Home India News India flays UN for secretly meeting Nepal armed groups in Bihar

India flays UN for secretly meeting Nepal armed groups in Bihar

By Sudeshna Sarkar, IANS

Kathmandu : India has lodged a strong protest with various UN agencies in Nepal over a clandestine meeting between UN officials and Nepali armed groups on Indian soil.

In September, UN officials held a secret meeting with a faction of former Maoists in Muzaffarpur in India’s Bihar state without giving prior information to the Indian authorities.

The Janatantrik Terai Mukti Morcha, a group of former Maoists, is on the terrorist list of the US and according to Nepal’s top human rights agency — the National Human Rights Commission — its two factions are responsible for killing at least 19 people in the Terai plains between November and July.

In a stiffly worded objection, India told various UN agencies active in Nepal, including the UN Mission in Nepal (UNMIN) headed by UN Secretary General Ban Ki-moon’s special representative Ian Martin that it had taken note of the meeting.

Expressing strong objection to the meeting, India has told the UN agencies that it was not within their mandate and to ensure that such action was not repeated. The red faced UN sought to gloss over the meeting and the subsequent objection.

Martin issued a press statement saying UN humanitarian officials had held a meeting with the leadership of an armed group to “try ensure that emergency food relief and other assistance could be delivered in the wake of the flooding in the Terai earlier this year” without coming under attacks.

“Their discussion was confined to humanitarian, not political issues,” Martin said.

Martin indicated that his office, which was mandated to manage the arms and combatants of the Nepal Army and the Maoists’ People’s Liberation Army, as well as observe the constituent assembly election, was willing to assume more responsibilities.

It is interested in helping the implementation of the peace process and the agreements signed between the government and various groups, including the Maoists, and has a role in Nepal’s security sector, including improving public security on one hand and overseeing a merger between the Maoist and Nepal armies.

However, with the UNMIN’s current mandate expiring on Jan 22, it remains to be seen how Prime Minister Girija Prasad Koirala’s government will react.

Though Foreign Minister Sahana Pradhan last month indicated that the government wanted UNMIN to continue its work, it remains to be seen if its scope will be widened.
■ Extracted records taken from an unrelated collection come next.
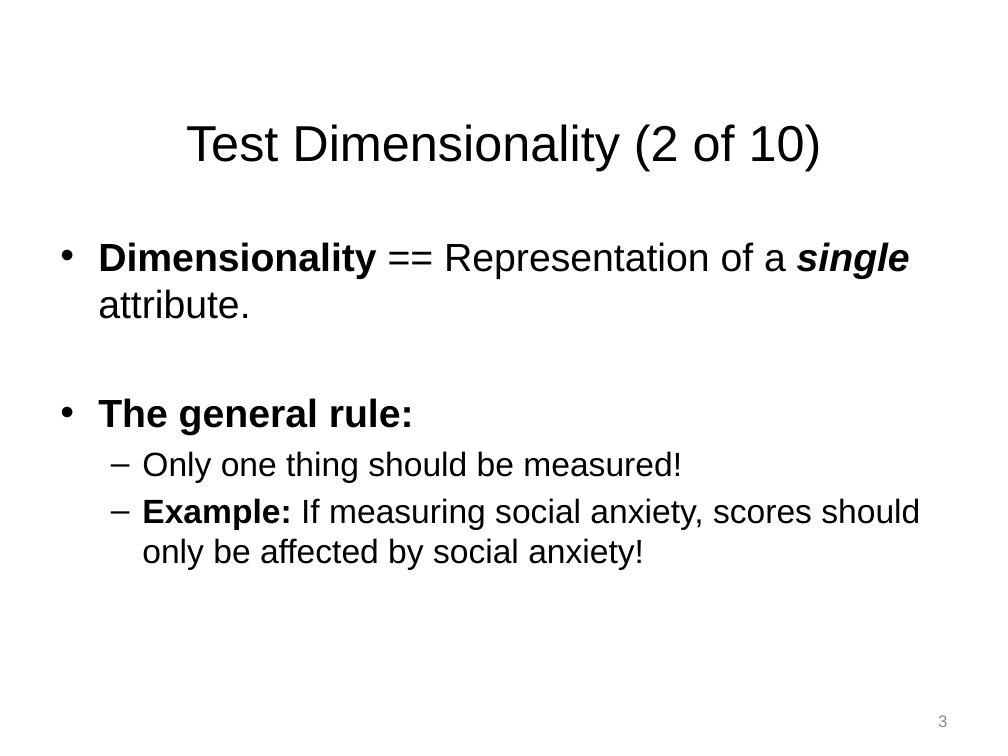
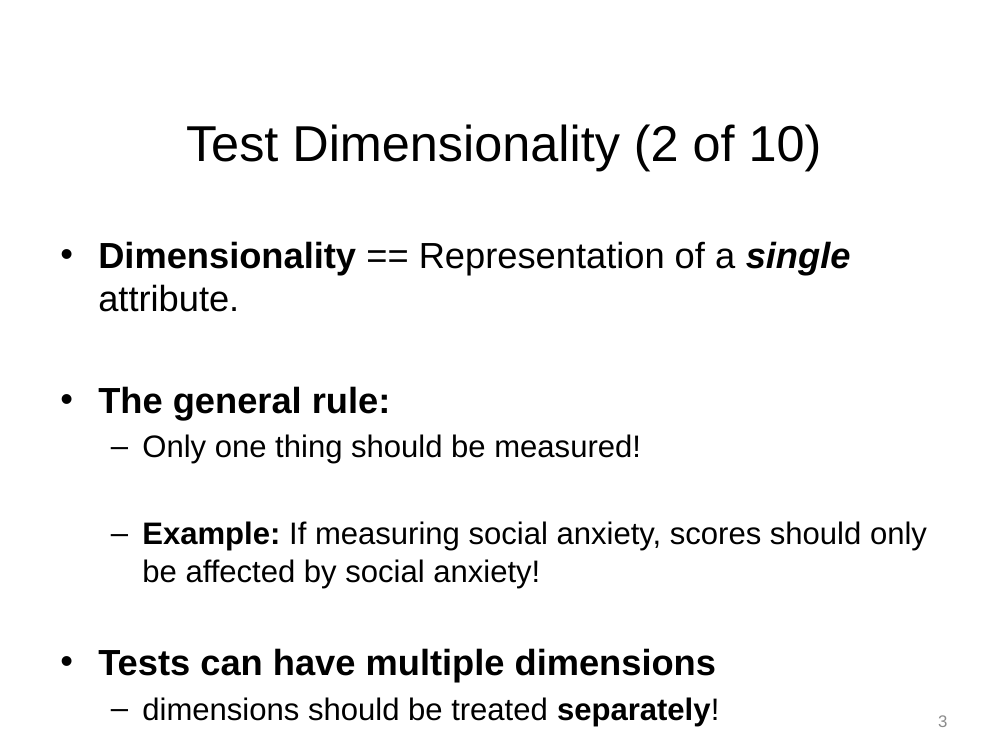
Before and after one commit to npm27/Teaching-Materials, a slide deck: slide 3 of Tests and Eval/Slides/4 Chapter 4 Part 1.pptx. Drawn at 1008x756 pixels with LibreOffice and Linux fonts; fonts in the diff are those of the drawing. Boxes give left, top, right and bottom in pixels: in the first picture for what was removed or moved away, otherwise in the second. Text is boxed around its words. In the diff, an @@ line names an element or a change of style, - is before the commit and + after.

```diff
--- a/Tests and Eval/Slides/4 Chapter 4 Part 1.pptx
+++ b/Tests and Eval/Slides/4 Chapter 4 Part 1.pptx
@@ text at (98,241,927,588): size 28 to 25.9 pt in "Dimensionality == Representation of a single attribute.", "The general rule:"; size 24 to 22.2 pt in "Only one thing should be measured!", "Example: If measuring social anxiety, scores should ..." @@
@@ text at (98,648,719,726): paragraphs added @@
+• Tests can have multiple dimensions
+  – dimensions should be treated separately!
```
Also in this commit, not shown: 2 other slides changed, 3 slides added, 1 other file.
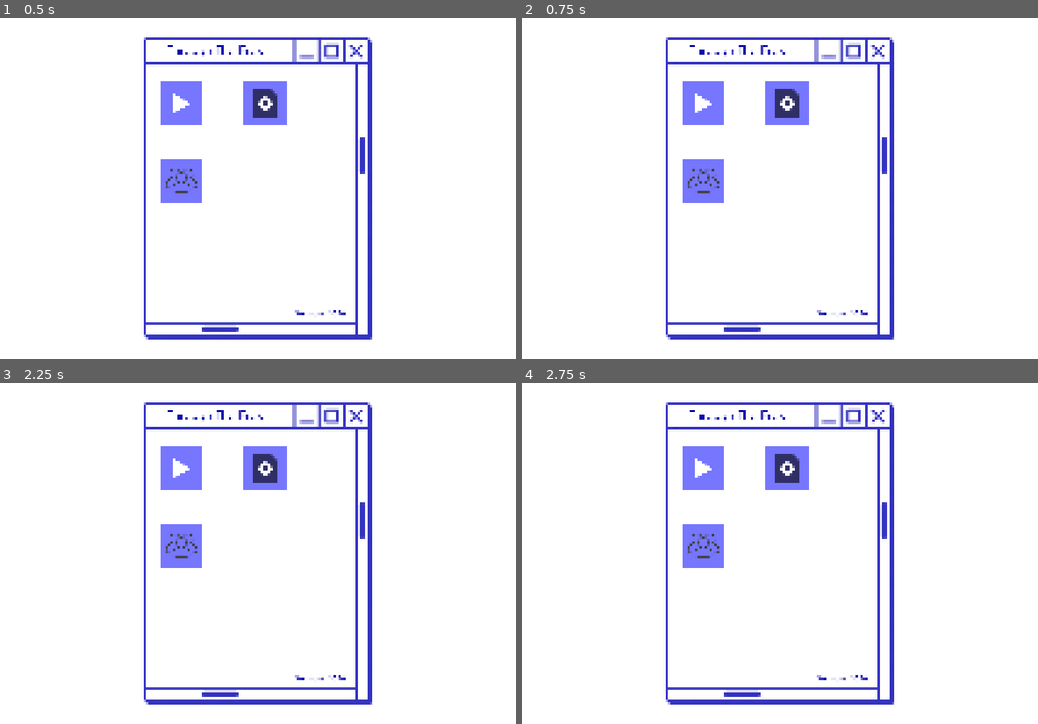
Above: before the commit, frames 1-4 (two rows, left to right).
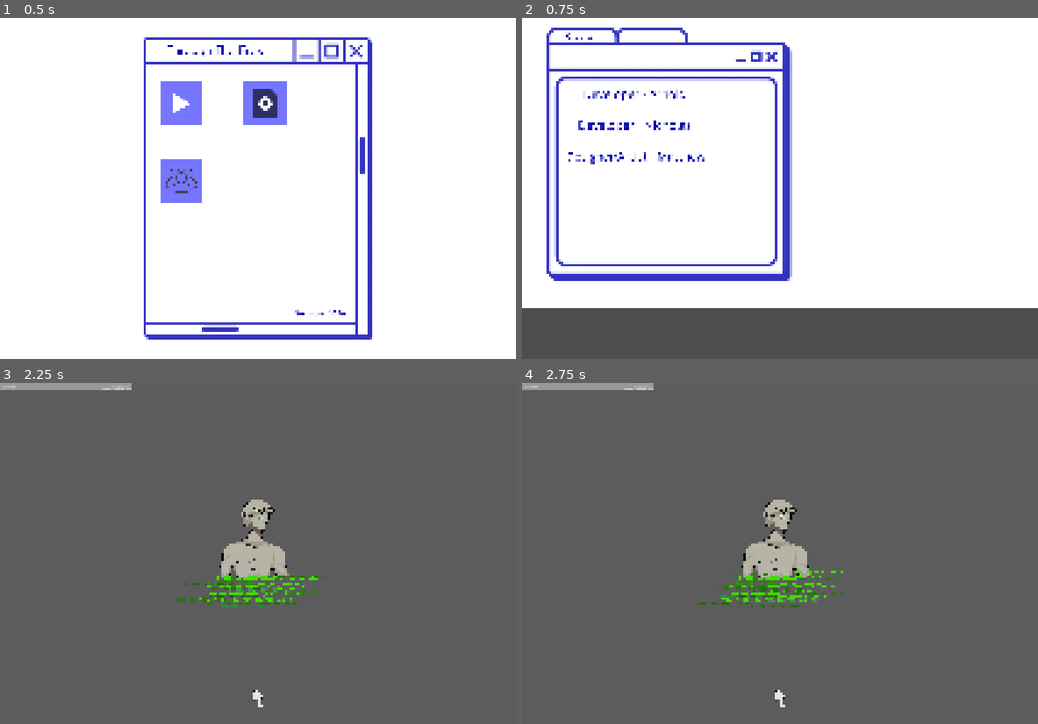
Above: after the commit, the same moments.

Repository: HaroldHuynh/2026GameJam
Game: Godot game, scene res://main menu/main menu.tscn
Same seed, same stepped clock (60 frames per second), same inputs: the game is played once before the commit and once after it. This scene is started directly instead of the project's main scene.
Inputs (mouse positions are in pixels of both pictures, inside the frame that each line leads up to):
- Up to frame 1 (0.5 s): no input
- Up to frame 2 (0.75 s): click (702, 181) at 0.52 s
- Up to frame 3 (2.25 s): click (252, 423) at 1.27 s; click (180, 468) at 2.02 s
- Up to frame 4 (2.75 s): no input

Frame 1 is identical in both runs. In frame 2, 27% of the frame differs, in the area x 0-100%, y 2-100%; in frame 3, 100%, in the area x 0-100%, y 0-100%; in frame 4, 100%.

Commit message:
added scripts to main menu and credits

Diff:
--- /dev/null
+++ b/main menu/credits.gd
@@ -0,0 +1,18 @@
+extends TextureRect
+
+
+# Called when the node enters the scene tree for the first time.
+func _ready() -> void:
+	pass # Replace with function body.
+
+
+# Called every frame. 'delta' is the elapsed time since the previous frame.
+func _process(delta: float) -> void:
+	pass
+
+const MAIN_MENU = "res://main menu//main menu.tscn"
+
+# Connect from your invisible StartButton node's pressed() signal
+func _on_main_menu_pressed() -> void:
+	print("Menu button was clicked!")
+	get_tree().change_scene_to_file(MAIN_MENU)
--- a/main menu/credits.tscn
+++ b/main menu/credits.tscn
@@ -1,6 +1,11 @@
 [gd_scene format=3 uid="uid://bppjray3axgk"]
 
 [ext_resource type="Texture2D" uid="uid://htgipj4ef0ko" path="res://assets/texture/X (2).png" id="1_vldhd"]
+[ext_resource type="Script" uid="uid://brnlp3inudcsv" path="res://main menu/credits.gd" id="2_r15k3"]
+
+[sub_resource type="StyleBoxEmpty" id="StyleBoxEmpty_kl3tn"]
+
+[sub_resource type="StyleBoxEmpty" id="StyleBoxEmpty_6ft5c"]
 
 [node name="CanvasLayer" type="CanvasLayer" unique_id=644358866]
 
@@ -8,8 +13,26 @@
 anchors_preset = 15
 anchor_right = 1.0
 anchor_bottom = 1.0
+offset_left = 2.0
+offset_top = 1.0
+offset_right = 2.0
+offset_bottom = -294.0
 grow_horizontal = 2
 grow_vertical = 2
 texture = ExtResource("1_vldhd")
 expand_mode = 1
 stretch_mode = 5
+script = ExtResource("2_r15k3")
+
+[node name="Main Menu" type="Button" parent="TextureRect" unique_id=913943092]
+layout_mode = 0
+offset_left = 1429.0
+offset_top = 200.0
+offset_right = 1503.0
+offset_bottom = 264.0
+theme_override_styles/normal = SubResource("StyleBoxEmpty_kl3tn")
+theme_override_styles/pressed = SubResource("StyleBoxEmpty_6ft5c")
+toggle_mode = true
+button_pressed = true
+
+[connection signal="pressed" from="TextureRect/Main Menu" to="TextureRect" method="_on_main_menu_pressed"]
--- a/main menu/main menu.tscn
+++ b/main menu/main menu.tscn
@@ -1,6 +1,19 @@
 [gd_scene format=3 uid="uid://cva3o3wej5wf0"]
 
 [ext_resource type="Texture2D" uid="uid://ckhm1v201oogx" path="res://assets/texture/X.png" id="1_l7p8x"]
+[ext_resource type="Script" uid="uid://dcbg78j5e241c" path="res://main menu/texture_rect.gd" id="2_1pj26"]
+
+[sub_resource type="StyleBoxEmpty" id="StyleBoxEmpty_611wi"]
+
+[sub_resource type="StyleBoxEmpty" id="StyleBoxEmpty_r8dnh"]
+
+[sub_resource type="StyleBoxEmpty" id="StyleBoxEmpty_kl3tn"]
+
+[sub_resource type="StyleBoxEmpty" id="StyleBoxEmpty_6ft5c"]
+
+[sub_resource type="StyleBoxEmpty" id="StyleBoxEmpty_yejht"]
+
+[sub_resource type="StyleBoxEmpty" id="StyleBoxEmpty_r7dq4"]
 
 [node name="CanvasLayer" type="CanvasLayer" unique_id=1745393780]
 
@@ -13,3 +26,41 @@
 texture = ExtResource("1_l7p8x")
 expand_mode = 1
 stretch_mode = 6
+script = ExtResource("2_1pj26")
+
+[node name="Play" type="Button" parent="TextureRect" unique_id=1553367023]
+layout_mode = 0
+offset_left = 942.0
+offset_top = 376.0
+offset_right = 1192.0
+offset_bottom = 623.0
+theme_override_styles/normal = SubResource("StyleBoxEmpty_611wi")
+theme_override_styles/pressed = SubResource("StyleBoxEmpty_r8dnh")
+toggle_mode = true
+button_pressed = true
+
+[node name="Credits" type="Button" parent="TextureRect" unique_id=642400631]
+layout_mode = 0
+offset_left = 939.0
+offset_top = 825.0
+offset_right = 1189.0
+offset_bottom = 1082.0
+theme_override_styles/normal = SubResource("StyleBoxEmpty_kl3tn")
+theme_override_styles/pressed = SubResource("StyleBoxEmpty_6ft5c")
+toggle_mode = true
+button_pressed = true
+
+[node name="Quit" type="Button" parent="TextureRect" unique_id=1908533598]
+layout_mode = 0
+offset_left = 2025.0
+offset_top = 144.0
+offset_right = 2147.0
+offset_bottom = 242.0
+theme_override_styles/normal = SubResource("StyleBoxEmpty_yejht")
+theme_override_styles/pressed = SubResource("StyleBoxEmpty_r7dq4")
+toggle_mode = true
+button_pressed = true
+
+[connection signal="pressed" from="TextureRect/Play" to="TextureRect" method="_on_start_button_pressed"]
+[connection signal="pressed" from="TextureRect/Credits" to="TextureRect" method="_on_credits_button_pressed"]
+[connection signal="pressed" from="TextureRect/Quit" to="TextureRect" method="_on_quit_pressed"]
--- /dev/null
+++ b/main menu/texture_rect.gd
@@ -0,0 +1,27 @@
+extends TextureRect
+
+# Called when the node enters the scene tree for the first time.
+func _ready() -> void:
+	pass # Replace with function body.
+
+
+# Called every frame. 'delta' is the elapsed time since the previous frame.
+func _process(delta: float) -> void:
+	pass
+
+const GAME_SCENE = "res://levels//level_1.tscn"
+const CREDITS_SCENE = "res://main menu//credits.tscn"
+
+# Connect from your invisible StartButton node's pressed() signal
+func _on_start_button_pressed() -> void:
+	print("Start button was clicked!")
+	get_tree().change_scene_to_file(GAME_SCENE)
+
+# Connect from your invisible SettingsButton node's pressed() signal
+func _on_credits_button_pressed() -> void:
+	print("Credits button was pressed!")
+	get_tree().change_scene_to_file(CREDITS_SCENE)
+
+
+func _on_quit_pressed() -> void:
+	get_tree().quit()
Not shown, added: main menu/credits.gd.uid
Not shown, added: main menu/texture_rect.gd.uid

According to media reports, others besides India have expressed concern at what they consider the UN exceeding its brief in Nepal.

According to reports in the Nepali media, the Chinese ambassador to Nepal met the prime minister to indicate his concern.

Ironically, the Maoists, who in the past insisted on the UN overseeing the peace process and forced the reluctant government to concede, are now getting increasingly critical of the world body.

The Janadisha daily, the rebels’ mouthpiece, voiced the rebel concern in a front-page report Wednesday. Ignoring Martin’s denials, it said the UN was indicating it could deploy UN peacekeepers in Nepal.

“There is widespread criticism that the UN is exceeding its mandate and UNMIN and its chief Martin are inciting ethnic groups and armed groups fomenting uprisings in the Terai,” the daily said.